If you've kept snakes you'd understand. They dont do a whole lot unless they're eating or when I take them out. I do have a setup on display where I can see my two largest boas (in a different room), but they essentially just sit there and do nothing.









The snakes that are active enough to watch are usually not very suitable for captivity (indigo snakes, etc.).

All that said, I do see my albino gopher snake (remix) eyeballing me when I walk by... she's a little piggy.


----------



## Guest (Apr 21, 2007)

Sweet setup!


----------



## oscar119 (Nov 26, 2005)

Kinda funny someone who knows so much is poor like the rest of us.. lol

Everything looks good. Just reminds me of my own with mismatched light strips and homemade tops on some of the tanks.


----------



## acestro (Jul 7, 2003)

GT45FD3S said:


> Kinda funny someone who knows so much is poor like the rest of us.. lol
> 
> Everything looks good.
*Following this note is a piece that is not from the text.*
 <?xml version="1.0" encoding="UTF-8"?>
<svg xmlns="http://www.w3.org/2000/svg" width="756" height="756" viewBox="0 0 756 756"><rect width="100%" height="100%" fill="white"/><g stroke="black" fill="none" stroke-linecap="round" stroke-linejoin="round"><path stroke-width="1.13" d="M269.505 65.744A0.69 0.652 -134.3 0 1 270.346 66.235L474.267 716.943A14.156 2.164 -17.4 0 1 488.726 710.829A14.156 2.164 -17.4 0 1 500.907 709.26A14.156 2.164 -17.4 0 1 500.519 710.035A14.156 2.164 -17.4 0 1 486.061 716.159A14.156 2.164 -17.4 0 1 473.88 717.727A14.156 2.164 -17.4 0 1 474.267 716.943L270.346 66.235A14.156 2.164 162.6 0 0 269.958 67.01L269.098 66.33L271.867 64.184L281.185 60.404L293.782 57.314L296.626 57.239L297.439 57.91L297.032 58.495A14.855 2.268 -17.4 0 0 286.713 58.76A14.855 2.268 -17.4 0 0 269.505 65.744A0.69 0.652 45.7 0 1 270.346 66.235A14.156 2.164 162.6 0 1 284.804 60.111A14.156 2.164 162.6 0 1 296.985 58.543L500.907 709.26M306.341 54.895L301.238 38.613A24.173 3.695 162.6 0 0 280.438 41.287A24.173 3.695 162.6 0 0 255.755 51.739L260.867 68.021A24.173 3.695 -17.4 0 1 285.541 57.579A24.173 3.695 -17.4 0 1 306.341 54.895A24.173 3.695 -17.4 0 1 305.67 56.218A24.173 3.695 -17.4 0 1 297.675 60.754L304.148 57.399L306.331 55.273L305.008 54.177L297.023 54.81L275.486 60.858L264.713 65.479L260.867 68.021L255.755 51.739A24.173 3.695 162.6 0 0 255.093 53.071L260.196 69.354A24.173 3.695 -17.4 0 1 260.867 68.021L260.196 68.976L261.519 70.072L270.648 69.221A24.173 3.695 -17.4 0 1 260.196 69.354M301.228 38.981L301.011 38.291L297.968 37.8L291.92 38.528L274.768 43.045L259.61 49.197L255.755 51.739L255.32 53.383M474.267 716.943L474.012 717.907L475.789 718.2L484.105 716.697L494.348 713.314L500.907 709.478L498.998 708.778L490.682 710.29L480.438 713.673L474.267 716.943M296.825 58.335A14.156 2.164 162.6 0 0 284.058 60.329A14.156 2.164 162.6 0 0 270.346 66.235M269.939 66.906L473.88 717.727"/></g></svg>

Just reminds me of my own with mismatched light strips and homemade tops on some of the tanks.


Welcome to the world of academia







A lot of those light strips and stands are scavenged from other hobbyists or traded in for from the LFS.









That reminds me of when I picked up some fish for an experiment from a fish breeder. He wished me good luck in becoming a millionaire







. Those who really dive into academia are rarely rich, unless they backstab and asskiss their way into positions like Dean and Department Head, etc... (not that they all do that :laugh: ). Even then, you're not talking about a huge amount of money (but those positions involve a shitload of stress). You've REALLY got to love higher education to make it.


----------



## Guest (Apr 26, 2007)

Are you a full time prof?


----------



## acestro (Jul 7, 2003)

I was, now focusing more on research.


----------



## lament configuration (Jun 22, 2003)

get some more pics up of your true GTs and the fry.


----------



## acestro (Jul 7, 2003)

Geeezum... I've posted more pics/vids of them than any fish I've ever owned









I'm adding a new fry pic, seeing as I'm now starting to sell them!


----------



## Guest (May 2, 2007)

Why dont you try to make the tanks look good?


----------



## andregurov (May 3, 2007)

Very nice setup there. Congrats on the _A. rivulatus_ spawns ...

J


----------



## acestro (Jul 7, 2003)

edit: let's all be nice



andregurov said:


> Very nice setup there. Congrats on the _A. rivulatus_ spawns ...
> 
> J


Thanks, I feel very fortunate!

Your username looks so familiar...


----------



## PinKragon (Dec 28, 2005)

WoW ace, you do have a lot of tanks, you guys are very knowledgeable on this area, I love it, I love to read when people talk with so much enthusiasm about their pets


----------



## acestro (Jul 7, 2003)

Thanks PinK. And thanks to all the members (but one) who had nice things to say.


----------



## PinKragon (Dec 28, 2005)

Keep us update, maybe you can post a picture of your snakes...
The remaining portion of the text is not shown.